[Stored records]
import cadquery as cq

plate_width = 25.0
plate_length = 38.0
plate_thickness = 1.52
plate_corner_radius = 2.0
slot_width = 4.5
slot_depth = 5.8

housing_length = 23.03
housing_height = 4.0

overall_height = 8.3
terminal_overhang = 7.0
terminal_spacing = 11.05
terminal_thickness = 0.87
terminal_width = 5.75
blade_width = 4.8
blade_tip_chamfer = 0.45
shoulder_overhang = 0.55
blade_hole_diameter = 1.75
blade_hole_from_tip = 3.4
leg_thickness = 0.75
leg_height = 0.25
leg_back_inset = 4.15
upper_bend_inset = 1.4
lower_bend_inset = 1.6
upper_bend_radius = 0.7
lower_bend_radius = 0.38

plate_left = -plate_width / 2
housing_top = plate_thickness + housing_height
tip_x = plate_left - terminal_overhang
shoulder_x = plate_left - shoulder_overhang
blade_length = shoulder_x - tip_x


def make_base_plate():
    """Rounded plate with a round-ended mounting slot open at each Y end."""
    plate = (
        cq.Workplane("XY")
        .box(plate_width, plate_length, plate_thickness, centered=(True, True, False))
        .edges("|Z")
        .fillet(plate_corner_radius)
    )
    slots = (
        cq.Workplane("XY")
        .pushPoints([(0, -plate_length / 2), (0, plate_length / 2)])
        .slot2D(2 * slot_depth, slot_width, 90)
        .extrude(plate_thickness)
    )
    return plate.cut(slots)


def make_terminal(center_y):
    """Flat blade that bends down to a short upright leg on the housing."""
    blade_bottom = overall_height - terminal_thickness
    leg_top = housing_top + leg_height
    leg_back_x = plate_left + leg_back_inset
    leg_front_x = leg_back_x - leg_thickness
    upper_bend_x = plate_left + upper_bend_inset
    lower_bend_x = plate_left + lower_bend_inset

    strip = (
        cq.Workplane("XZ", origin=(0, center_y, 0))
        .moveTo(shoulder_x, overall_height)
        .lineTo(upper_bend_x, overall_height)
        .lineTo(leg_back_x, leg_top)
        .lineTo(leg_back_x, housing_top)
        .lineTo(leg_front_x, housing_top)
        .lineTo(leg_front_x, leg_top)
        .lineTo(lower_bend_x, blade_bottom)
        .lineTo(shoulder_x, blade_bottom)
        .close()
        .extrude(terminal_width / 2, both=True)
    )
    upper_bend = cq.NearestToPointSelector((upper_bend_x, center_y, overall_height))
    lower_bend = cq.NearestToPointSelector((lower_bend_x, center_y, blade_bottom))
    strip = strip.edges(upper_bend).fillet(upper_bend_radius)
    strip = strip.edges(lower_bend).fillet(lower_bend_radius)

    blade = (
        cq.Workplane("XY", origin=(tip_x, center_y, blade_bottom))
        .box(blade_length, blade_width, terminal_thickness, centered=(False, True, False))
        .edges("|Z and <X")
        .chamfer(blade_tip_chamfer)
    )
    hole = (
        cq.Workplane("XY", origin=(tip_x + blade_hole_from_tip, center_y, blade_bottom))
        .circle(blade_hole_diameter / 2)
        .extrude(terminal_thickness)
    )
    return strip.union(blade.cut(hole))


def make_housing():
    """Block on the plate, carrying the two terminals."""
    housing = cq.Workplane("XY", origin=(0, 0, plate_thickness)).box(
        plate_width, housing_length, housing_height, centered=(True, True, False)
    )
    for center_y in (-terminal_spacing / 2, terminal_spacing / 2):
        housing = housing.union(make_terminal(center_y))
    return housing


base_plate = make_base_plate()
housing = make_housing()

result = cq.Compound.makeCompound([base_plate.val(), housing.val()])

> ACTIVITY
Set down the data in full, word for word.

> ANSWER FOR THE TASK
import cadquery as cq

plate_width = 25.0
plate_length = 38.0
plate_thickness = 1.52
plate_corner_radius = 2.0
slot_width = 4.5
slot_depth = 5.8

housing_length = 23.03
housing_height = 4.0

overall_height = 8.3
terminal_overhang = 7.0
terminal_spacing = 11.05
terminal_thickness = 0.87
terminal_width = 5.75
blade_width = 4.8
blade_tip_chamfer = 0.45
shoulder_overhang = 0.55
blade_hole_diameter = 1.75
blade_hole_from_tip = 3.4
leg_thickness = 0.75
leg_height = 0.25
leg_back_inset = 4.15
upper_bend_inset = 1.4
lower_bend_inset = 1.6
upper_bend_radius = 0.7
lower_bend_radius = 0.38

plate_left = -plate_width / 2
housing_top = plate_thickness + housing_height
tip_x = plate_left - terminal_overhang
shoulder_x = plate_left - shoulder_overhang
blade_length = shoulder_x - tip_x


def make_base_plate():
    """Rounded plate with a round-ended mounting slot open at each Y end."""
    plate = (
        cq.Workplane("XY")
        .box(plate_width, plate_length, plate_thickness, centered=(True, True, False))
        .edges("|Z")
        .fillet(plate_corner_radius)
    )
    slots = (
        cq.Workplane("XY")
        .pushPoints([(0, -plate_length / 2), (0, plate_length / 2)])
        .slot2D(2 * slot_depth, slot_width, 90)
        .extrude(plate_thickness)
    )
    return plate.cut(slots)


def make_terminal(center_y):
    """Flat blade that bends down to a short upright leg on the housing."""
    blade_bottom = overall_height - terminal_thickness
    leg_top = housing_top + leg_height
    leg_back_x = plate_left + leg_back_inset
    leg_front_x = leg_back_x - leg_thickness
    upper_bend_x = plate_left + upper_bend_inset
    lower_bend_x = plate_left + lower_bend_inset

    strip = (
        cq.Workplane("XZ", origin=(0, center_y, 0))
        .moveTo(shoulder_x, overall_height)
        .lineTo(upper_bend_x, overall_height)
        .lineTo(leg_back_x, leg_top)
        .lineTo(leg_back_x, housing_top)
        .lineTo(leg_front_x, housing_top)
        .lineTo(leg_front_x, leg_top)
        .lineTo(lower_bend_x, blade_bottom)
        .lineTo(shoulder_x, blade_bottom)
        .close()
        .extrude(terminal_width / 2, both=True)
    )
    upper_bend = cq.NearestToPointSelector((upper_bend_x, center_y, overall_height))
    lower_bend = cq.NearestToPointSelector((lower_bend_x, center_y, blade_bottom))
    strip = strip.edges(upper_bend).fillet(upper_bend_radius)
    strip = strip.edges(lower_bend).fillet(lower_bend_radius)

    blade = (
        cq.Workplane("XY", origin=(tip_x, center_y, blade_bottom))
        .box(blade_length, blade_width, terminal_thickness, centered=(False, True, False))
        .edges("|Z and <X")
        .chamfer(blade_tip_chamfer)
    )
    hole = (
        cq.Workplane("XY", origin=(tip_x + blade_hole_from_tip, center_y, blade_bottom))
        .circle(blade_hole_diameter / 2)
        .extrude(terminal_thickness)
    )
    return strip.union(blade.cut(hole))


def make_housing():
    """Block on the plate, carrying the two terminals."""
    housing = cq.Workplane("XY", origin=(0, 0, plate_thickness)).box(
        plate_width, housing_length, housing_height, centered=(True, True, False)
    )
    for center_y in (-terminal_spacing / 2, terminal_spacing / 2):
        housing = housing.union(make_terminal(center_y))
    return housing


base_plate = make_base_plate()
housing = make_housing()

result = cq.Compound.makeCompound([base_plate.val(), housing.val()])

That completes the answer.